If he gets "angry" then there is something there. Anger is the disguise of vulnerability, for which he may be trying to protect a part of himself that now bears deep scars of getting a cold and indifferent shoulder from someone who should give him unconditional love. 

My wife went through a period where she was very cold to me and even told me that she didn't think she loved me anymore. The reality of the situation was that she was struggling more than she imagined being away from her family and culture. Things began to improve when she realized that she should not hold me responsible for making and keeping her happy during moments when life would get frustrating. I am however always by her side and supportive to help her choose how we can make the best out of our situation.
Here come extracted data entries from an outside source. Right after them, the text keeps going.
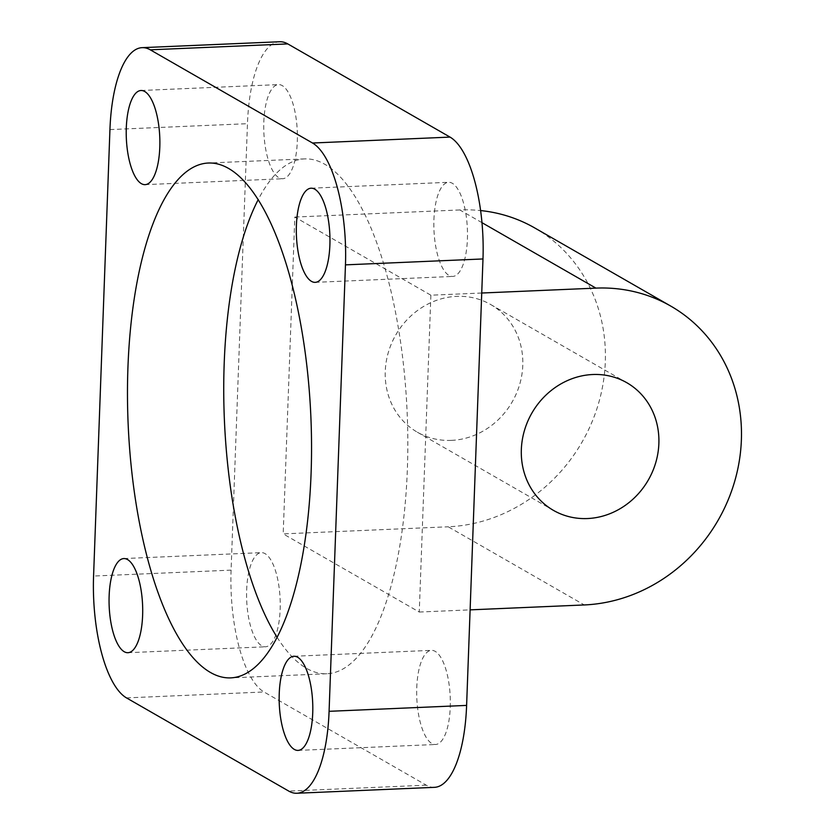 <?xml version="1.0" encoding="UTF-8"?>
<svg xmlns="http://www.w3.org/2000/svg" width="835" height="835" viewBox="0 0 835 835"><rect width="100%" height="100%" fill="white"/><g stroke="black" fill="none" stroke-linecap="round" stroke-linejoin="round"><path stroke-width="0.63" stroke-dasharray="4.17 3.13" d="M277.053 637.22A257.671 91.474 -92.5 0 0 326.84 673.751A257.671 91.474 -92.5 0 0 407.376 468.926A257.671 91.474 -92.5 0 0 304.712 158.89A257.671 91.474 -92.5 0 0 258.245 199.555M246.659 590.105A47.115 16.731 87.5 0 1 261.386 552.645A47.115 16.731 87.5 0 1 280.153 609.341A47.115 16.731 87.5 0 1 265.426 646.791A47.115 16.731 87.5 0 1 246.659 590.105M416.759 687.8A47.115 16.731 87.5 0 1 431.476 650.35A47.115 16.731 87.5 0 1 450.253 707.047A47.115 16.731 87.5 0 1 435.526 744.496A47.115 16.731 87.5 0 1 416.759 687.8M433.918 219.751A47.115 16.731 87.5 0 1 448.645 182.291A47.115 16.731 87.5 0 1 467.412 238.987A47.115 16.731 87.5 0 1 452.685 276.437A47.115 16.731 87.5 0 1 433.918 219.751M263.818 122.046A47.115 16.731 87.5 0 1 278.546 84.596A47.115 16.731 87.5 0 1 297.312 141.282A47.115 16.731 87.5 0 1 282.595 178.742A47.115 16.731 87.5 0 1 263.818 122.046M451.38 440.379A73.616 67.155 -60.1 0 1 417.354 432.206A73.616 67.155 -60.1 0 1 388.285 352.589A73.616 67.155 -60.1 0 1 456.661 296.362A73.616 67.155 -60.1 0 1 490.688 304.535A73.616 67.155 -60.1 0 1 519.756 384.152A73.616 67.155 -60.1 0 1 451.38 440.379M481.993 222.684L459.834 209.95A161.959 147.732 -60.1 0 1 480.626 210.566M534.692 227.924A161.959 147.732 -60.1 0 1 598.643 403.096A161.959 147.732 -60.1 0 1 448.218 526.791L584.291 604.947M434.398 787.342A103.07 36.594 87.5 0 1 426.278 785.182L264.027 691.985A103.07 36.594 87.5 0 1 231.086 570.138L247.463 123.684A103.07 36.594 87.5 0 1 279.673 41.75M481.732 293.022L430.881 295.204L294.807 217.048L283.19 533.889L448.218 526.791M430.881 295.204L419.264 612.045L283.19 533.889M459.834 209.95L294.807 217.048M419.264 612.045L470.115 609.863M126.502 697.903L264.027 691.985M426.278 785.182L288.753 791.089M231.086 570.138L93.572 576.046M109.938 129.592L247.463 123.684M304.712 158.89L208.447 163.023M123.862 558.563L261.386 552.645M293.962 656.258L431.476 650.35M311.121 188.209L448.645 182.291M141.021 90.504L278.546 84.596M417.354 432.206L553.438 510.373M490.688 304.535L626.772 382.691M145.071 184.65L282.595 178.742M315.171 282.355L452.685 276.437M298.001 750.404L435.526 744.496M127.901 652.709L265.426 646.791M326.84 673.751L230.575 677.884"/><path stroke-width="1.25" d="M311.1 473.059A257.671 91.474 -92.5 0 0 208.447 163.023A257.671 91.474 -92.5 0 0 127.922 367.849A257.671 91.474 -92.5 0 0 230.575 677.884A257.671 91.474 -92.5 0 0 311.1 473.059M258.245 199.555A257.671 91.474 -92.5 0 0 224.187 363.705A257.671 91.474 -92.5 0 0 277.053 637.22M109.135 596.013A47.115 16.731 87.5 0 1 123.862 558.563A47.115 16.731 87.5 0 1 142.628 615.249A47.115 16.731 87.5 0 1 127.901 652.709A47.115 16.731 87.5 0 1 109.135 596.013M279.234 693.718A47.115 16.731 87.5 0 1 293.962 656.258A47.115 16.731 87.5 0 1 312.728 712.954A47.115 16.731 87.5 0 1 298.001 750.404A47.115 16.731 87.5 0 1 279.234 693.718M296.394 225.659A47.115 16.731 87.5 0 1 311.121 188.209A47.115 16.731 87.5 0 1 329.888 244.895A47.115 16.731 87.5 0 1 315.171 282.355A47.115 16.731 87.5 0 1 296.394 225.659M126.294 127.953A47.115 16.731 87.5 0 1 141.021 90.504A47.115 16.731 87.5 0 1 159.798 147.2A47.115 16.731 87.5 0 1 145.071 184.65A47.115 16.731 87.5 0 1 126.294 127.953M592.746 374.518A73.616 67.155 119.9 0 0 524.37 430.745A73.616 67.155 119.9 0 0 553.438 510.373A73.616 67.155 119.9 0 0 587.464 518.545A73.616 67.155 119.9 0 0 655.84 462.319A73.616 67.155 119.9 0 0 626.772 382.691A73.616 67.155 119.9 0 0 592.746 374.518M480.626 210.566A161.959 147.732 -60.1 0 1 534.692 227.924L670.766 306.09A161.959 147.732 119.9 0 0 595.908 288.117L481.732 293.022M470.115 609.863L584.291 604.947A161.959 147.732 119.9 0 0 734.716 481.252A161.959 147.732 119.9 0 0 670.766 306.09M287.793 43.911L150.269 49.818A103.07 36.594 -92.5 0 0 142.148 47.658L279.673 41.75A103.07 36.594 87.5 0 1 287.793 43.911L450.044 137.097A103.07 36.594 87.5 0 1 482.985 258.954L466.608 705.408A103.07 36.594 87.5 0 1 434.398 787.342L296.874 793.25A103.07 36.594 -92.5 0 0 329.084 711.316L466.608 705.408M150.269 49.818L312.52 143.015L450.044 137.097M482.985 258.954L345.46 264.862L329.084 711.316M296.874 793.25A103.07 36.594 -92.5 0 1 288.753 791.089L126.502 697.903A103.07 36.594 -92.5 0 1 93.572 576.046L109.938 129.592A103.07 36.594 -92.5 0 1 142.148 47.658M345.46 264.862A103.07 36.594 -92.5 0 0 312.52 143.015M595.908 288.117L481.993 222.684"/></g></svg>
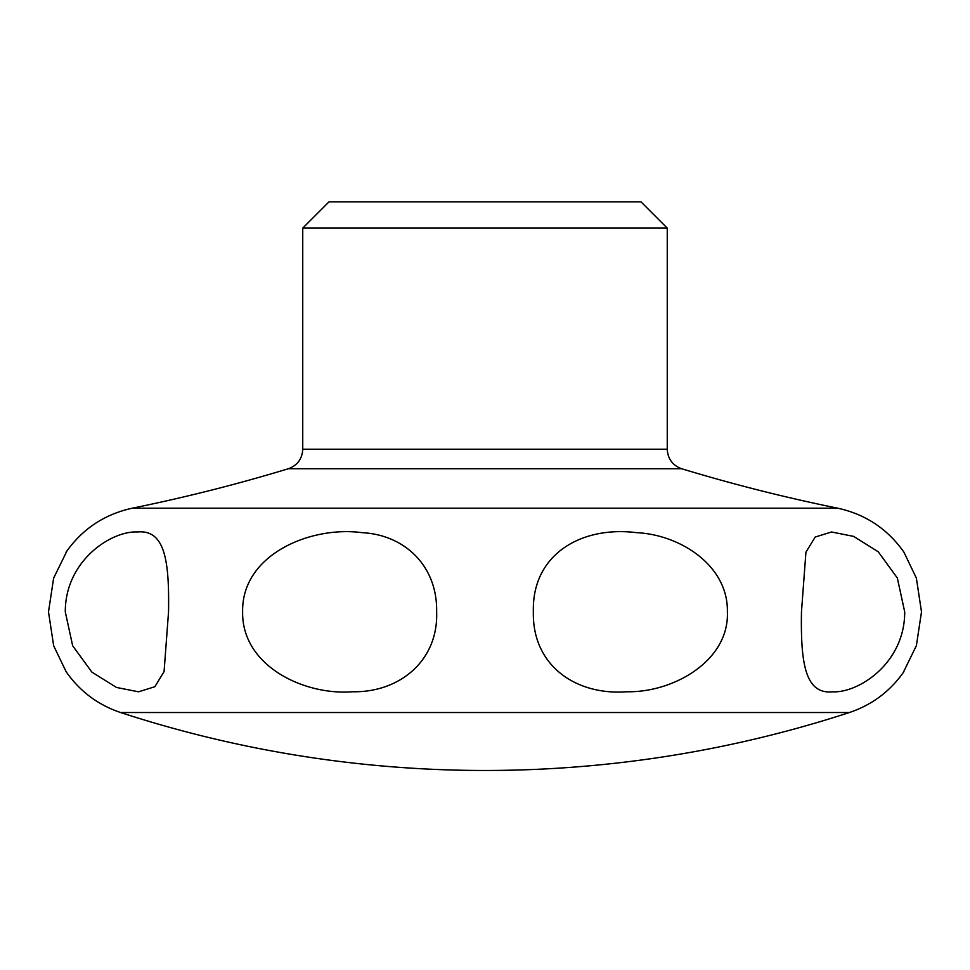 <?xml version="1.0" encoding="UTF-8"?>
<svg xmlns="http://www.w3.org/2000/svg" width="970" height="970" viewBox="0 0 970 970"><rect width="100%" height="100%" fill="white"/><g stroke="black" fill="none" stroke-linecap="round" stroke-linejoin="round"><path stroke-width="1.45" d="M67.027 550.802L53.617 578.168L48.5 611.9L53.665 645.765L66.069 671.604C79.746 691.258 97.934 704.899 120.62 712.526A1174.549 1174.549 0 0 0 849.38 712.526L120.62 712.526M65.293 611.9C65.148 560.721 111.332 530.614 137.473 531.972C165.421 529.329 169.326 562.115 168.537 611.9L164.075 671.616L154.848 686.712L138.54 691.816L116.485 687.451L91.871 672.101L72.665 645.79L65.293 611.9M242.621 611.9C241.53 554.307 311.018 525.667 362.101 532.675C404.247 534.725 437.543 565.619 436.645 611.9C438.416 660.691 399.458 692.786 352.28 691.755C304.192 695.551 241.772 665.953 242.621 611.9M533.354 611.9C531.778 554.355 581.357 525.692 636.611 532.663C680.128 534.688 728.373 565.571 727.379 611.9C729.367 660.679 673.519 692.774 626.608 691.755C576.386 695.563 532.203 665.966 533.354 611.9M801.462 611.9L805.937 552.136L815.188 537.053L831.52 531.984L853.612 536.386L878.238 551.784L897.335 578.011L904.707 611.9C904.852 663.08 858.62 693.223 832.478 691.816C804.627 694.52 800.662 661.625 801.462 611.9M903.106 672.816L916.383 645.62L921.5 611.9L916.371 578.132L903.931 552.185C887.574 528.929 865.507 514.27 837.728 508.195L132.272 508.195C184.894 497.489 236.886 484.345 288.272 468.765C297.378 465.43 302.203 458.919 302.749 449.231L302.749 228.108L329 201.869L641 201.869L667.251 228.108L667.251 449.231L302.749 449.231M667.251 228.108L302.749 228.108M667.251 449.231C667.796 458.919 672.622 465.43 681.728 468.765L288.272 468.765M66.057 552.185C82.426 528.929 104.493 514.27 132.272 508.195M903.943 671.604C890.254 691.258 872.078 704.899 849.38 712.526M681.728 468.765C733.114 484.345 785.106 497.489 837.728 508.195"/></g></svg>
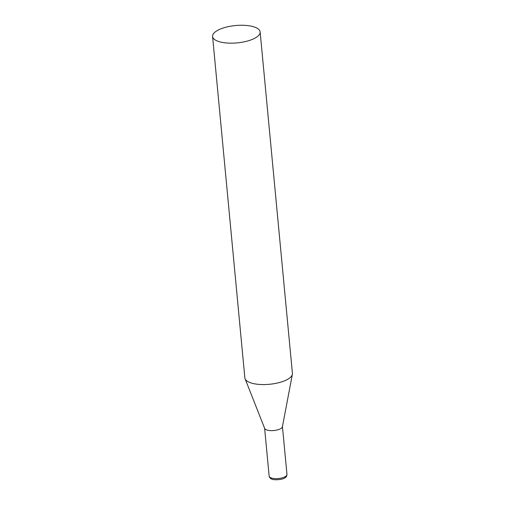 <?xml version="1.0" encoding="UTF-8"?>
<svg xmlns="http://www.w3.org/2000/svg" width="505" height="505" viewBox="0 0 505 505"><rect width="100%" height="100%" fill="white"/><g stroke="black" fill="none" stroke-linecap="round" stroke-linejoin="round"><path stroke-width="0.76" d="M212.586 36.455L244.856 377.86A23.887 8.711 -5.4 0 0 245.077 378.756A23.887 8.711 -5.4 0 0 264.279 384.57A23.887 8.711 -5.4 0 0 289.428 378.163A23.887 8.711 -5.4 0 0 292.37 374.287A23.887 8.711 -5.4 0 0 292.414 373.365L260.144 31.96A23.887 8.711 -5.4 0 0 241.939 25.25A23.887 8.711 -5.4 0 0 215.572 31.657A23.887 8.711 -5.4 0 0 212.586 36.455A23.887 8.711 -5.4 0 0 230.785 43.165A23.887 8.711 -5.4 0 0 257.159 36.758A23.887 8.711 -5.4 0 0 260.144 31.96M245.077 378.756L264.689 428.455A8.951 3.264 -5.4 0 0 269.184 430.5A8.951 3.264 -5.4 0 0 281.31 428.234A8.951 3.264 -5.4 0 0 282.415 426.782L292.37 374.287M286.973 474.441A8.951 3.264 174.6 0 1 282.712 477.698A8.951 3.264 174.6 0 1 273.723 478.5A8.951 3.264 174.6 0 1 269.146 476.127C269.613 478.267 271.374 479.46 274.417 479.712C279.89 479.889 283.659 479.068 285.723 477.244C286.266 477.181 286.682 476.247 286.973 474.441L282.447 426.605M264.626 428.291L269.146 476.127"/></g></svg>
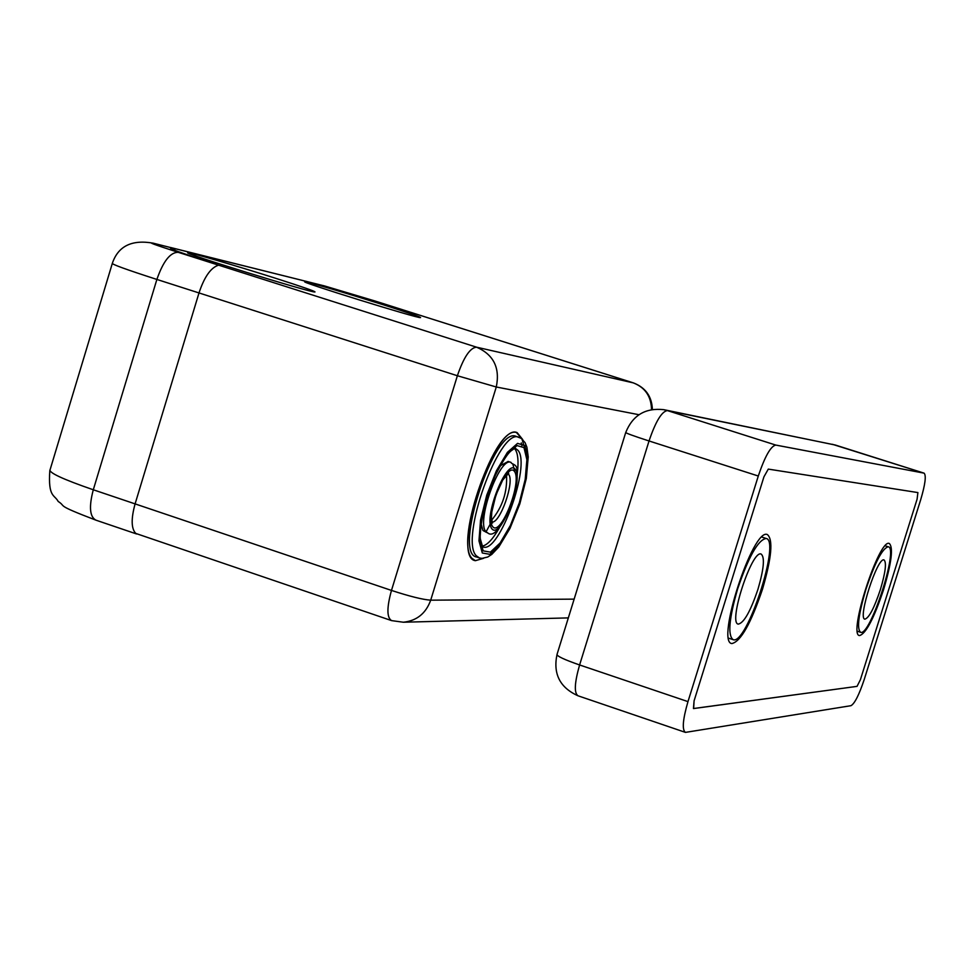 <?xml version="1.0" encoding="UTF-8"?>
<svg xmlns="http://www.w3.org/2000/svg" width="974" height="974" viewBox="0 0 974 974"><rect width="100%" height="100%" fill="white"/><g stroke="black" fill="none" stroke-linecap="round" stroke-linejoin="round"><path stroke-width="1.46" d="M865.849 589.526C858.459 614.606 856.694 628.863 860.578 632.284C870.135 636.801 898.953 547.802 888.264 546.779C882.42 548.204 874.944 562.448 865.849 589.526M737.598 589.051C729.051 618.6 727.566 635.474 733.154 639.674C746.741 645.445 780.99 540.278 766.124 538.464C758.052 539.9 748.543 556.763 737.598 589.051M880.386 589.574C874.165 608.166 868.991 618.015 864.888 619.147C857.364 618.807 877.562 556.446 884.051 559.953C886.705 562.473 885.488 572.347 880.386 589.574M758.003 589.124C750.552 611.246 743.978 622.91 738.304 624.115C727.834 623.397 751.904 549.506 761.132 554.048C764.955 557.165 763.908 568.865 758.003 589.124M687.973 701.621L758.296 476.018L649.037 440.966L579.603 664.962L687.973 701.621C682.75 719.652 681.91 729.903 685.452 732.387L850.972 705.687C854.685 703.605 859.129 694.803 864.303 679.268L920.686 499.759C925.239 484.358 926.384 475.482 924.095 473.157L835.242 445.008L667.36 410.578L775.779 445.069L924.009 473.133M775.779 445.069C770.714 446.153 764.882 456.465 758.296 476.018M693.622 708.548L857.035 686.366L693.451 708.536L694.085 700.854L763.933 476.834L694.085 700.854L693.622 708.548M763.933 476.834L768.291 469.103L917.898 492.576L768.291 469.103L763.933 476.834M917.898 492.576L917.082 499.224L860.383 679.755L917.082 499.224L917.898 492.576M860.383 679.755L857.035 686.366L860.383 679.755M883.601 589.587C873.946 618.441 865.91 633.77 859.506 635.572C847.757 635.182 879.254 537.916 889.323 543.492C893.438 547.461 891.539 562.826 883.601 589.587M762.508 589.148C750.942 623.457 740.727 641.598 731.864 643.558C715.513 642.621 753.085 527.287 767.366 534.568C773.307 539.486 771.688 557.688 762.508 589.148M275.386 278.211C238.119 266.34 190.782 252.497 188.238 252.765C177.645 251.548 312.057 293.15 314.979 291.993C315.564 291.421 302.366 286.819 275.386 278.211M382.721 304.594C340.803 291.457 314.931 283.86 305.118 281.815C296.291 280.816 418.577 318.742 420.573 317.634C420.768 317.037 408.155 312.703 382.721 304.594M210.238 262.286L218.346 265.111L210.238 262.286C182.467 253.325 169.306 248.674 170.742 248.309C169.306 248.674 182.467 253.325 210.238 262.286M218.273 265.257L216.922 265.792C209.934 268.946 203.956 277.992 199 292.943C203.956 277.992 209.934 268.946 216.922 265.792L218.273 265.257M135.8 533.435C131.222 528.699 130.991 518.85 135.094 503.887C130.991 518.85 131.222 528.699 135.8 533.435L391.268 620.499M651.521 409.604C651.229 396.394 645.129 387.469 633.222 382.855L374.588 300.881L324.61 285.966L172.069 247.932L175.125 249.125L170.742 248.309L175.125 249.125L172.069 247.932L153.198 243.171C131.819 239.409 118.207 246.093 112.375 263.224C110.914 263.978 125.743 269.384 156.875 279.441L93.297 489.776L135.094 503.887L199 292.943L156.875 279.441C163.169 261.324 170.267 252.278 178.157 252.303L476.566 347.182C470.125 347.681 463.721 357.202 457.378 375.745L391.475 590.427C386.702 607.666 386.751 617.735 391.633 620.621L403.346 622.228C416.775 620.803 425.894 613.45 430.703 600.179L574.136 599.132M633.222 382.855L476.566 347.182L633.222 382.855M482.593 546.743L481.765 548.472L483.153 546.938C499.114 553.829 531.073 465.402 518.095 450.451L515.416 448.332M516.39 432.468L522.734 439.578L517.145 432.626C496.57 422.302 453.787 541.605 472.147 558.467L475.397 560.683C450.402 557.798 492.844 424.968 516.39 432.468M483.591 558.297L475.397 560.683L483.591 558.297M652.385 409.457C651.874 396.418 645.531 387.555 633.356 382.879L633.55 382.952M638.981 414.717L496.277 386.995L457.378 375.745C463.721 357.202 470.125 347.681 476.566 347.182C493.623 354.633 500.198 367.904 496.277 386.995L430.703 600.179C422.826 599.631 409.75 596.38 391.475 590.427L457.378 375.745L199 292.943L135.094 503.887L391.475 590.427C386.702 607.666 386.751 617.735 391.633 620.621L403.346 622.228L568.329 617.893M506.517 474.862C507.466 491.943 502.487 507.064 491.553 520.238M508.16 461.445L500.1 465.889M481.059 523.647L482.97 530.513L487.524 532.875M516.257 436.413L515.976 436.315C494.317 426.259 452.667 554.036 476.639 557.018L478.94 557.785M521.967 445.678L521.273 442.939M514.394 448.515L515.283 449.538C518.022 453.762 518.704 461.591 517.34 473.023M499.163 528.152C492.807 539.255 487.146 545.257 482.191 546.134M663.842 409.677L667.36 410.578C661.711 411.454 655.612 421.584 649.037 440.966C633.392 435.902 625.625 433.065 625.746 432.456C632.71 415.253 645.409 407.656 663.842 409.677M835.473 445.081L664.511 409.811M625.698 432.602L557.055 654.321C556.592 656.026 564.116 659.568 579.603 664.962C574.49 682.871 573.978 693.159 578.069 695.813L685.172 732.29M324.61 285.966L170.706 247.53M490.251 524.049L485.892 532.157M172.069 247.932L154.915 243.646C146.295 241.674 154.038 244.547 178.157 252.303M112.254 263.625L50.149 469.541C48.055 472.378 62.446 479.123 93.297 489.776C88.829 506.711 89.705 516.841 95.939 520.165C53.692 504.045 67.06 507.089 58.209 501.476C54.398 494.378 48.018 497.471 49.808 470.71M154.915 243.646L153.198 243.171M482.313 552.989L489.837 554.316L499.954 544.795L510.68 526.447L519.982 502.876L526.082 478.563L527.823 458.109L524.816 445.508L517.559 443.377L507.417 452.35L496.387 470.832L486.769 495.096L480.535 520.165L478.964 540.85L482.313 552.989M522.259 439.931L525.29 450.183M515.976 436.315L521.187 438.349L525.083 442.671L526.897 447.176L528.225 456.94L526.313 478.502L519.799 503.996L509.938 528.48L498.785 547.011L491.809 554.376L487.731 557.018L482.045 558.37L479.452 557.956L476.383 555.85C459.18 539.888 499.455 427.549 518.801 437.229L519.13 437.338M491.919 522.015C500.064 523.732 514.942 481.266 508.623 474.375L507.88 473.644M507.405 473.401L508.72 473.242L502.718 480.06L495.936 494.999L491.797 511.959L491.42 518.156L492.54 523.001L491.444 521.942M492.722 526.678C484.48 516.597 506.833 460.191 514.528 471.526C522.381 482.045 500.673 537.088 492.722 526.678M491.882 528.809C500.441 539.986 523.805 480.754 515.368 469.419C507.089 457.159 482.982 517.961 491.882 528.809M512.811 463.819L514.771 471.903M508.002 461.396L510.826 462.309C513.834 467.362 523.087 458.097 512.007 503.935C501.476 527.993 493.404 537.672 487.804 532.973L485.953 531.67C476.067 522.003 499.479 456.806 510.826 462.309L511.046 462.382M515.295 448.296L513.797 448.807C511.435 451.486 509.305 448.357 495.303 475.409C482.921 501.878 479.013 535.396 480.486 539.438L482.605 546.755M483.165 550.858L479.951 539.182L481.46 519.325L487.438 495.255L496.679 471.952L507.259 454.213L517.011 445.581L523.988 447.614L526.885 459.704L525.205 479.354L519.337 502.73L510.413 525.388L500.1 543.005L490.385 552.148L483.165 550.858M857.376 631.237L860.407 632.236M885.196 545.793L888.264 546.779M728.625 638.165L732.838 639.565M761.851 537.076L766.124 538.464M557.055 654.321C552.891 673.838 559.904 687.668 578.069 695.813M832.356 444.278L924.095 473.157M633.356 382.879L374.759 300.929L323.076 285.54M136.628 533.983L95.939 520.165"/></g></svg>

So you need to work out what was happening that made you withdraw and explain it to your husband. 

Regards, 
Badsanta


----------



## jorgegene (May 26, 2012)

Kelly:( said:


> This question is for the men. My husband and I have been married 20 years and we have two kids. Long back story too complicated to go into but I'll try to be concise as possible. During our marriage my husband had up until 7 months ago questioned my fidelity even though I never cheated on him. These accusations of cheating pushed me away and many times I felt like leaving because it hurt so much. I fell out of love with him and still stuck by him hoping he would change which he did. I see now that he sensed I had fallen out of love with him it's impossible not too. So Because he stopped being controlling and distrusting I fell back in love with him. My libido went off the charts. Great right? Well he didn't welcome my new sexual awakening and in fact I'm getting rejected and *I have noticed that he doesn't look me in the eye whe he says I love you*. I'm also questioning why didn't he try to keep me when I had fallen out of love with him? I'm doing all these things to show him love (not just initiating sex) he didn't do anything but act angry and accuse me of cheating during those years. Did he ever love me? And does he love me now? Seems like a dumb question because all the signs are there telling me he doesn't.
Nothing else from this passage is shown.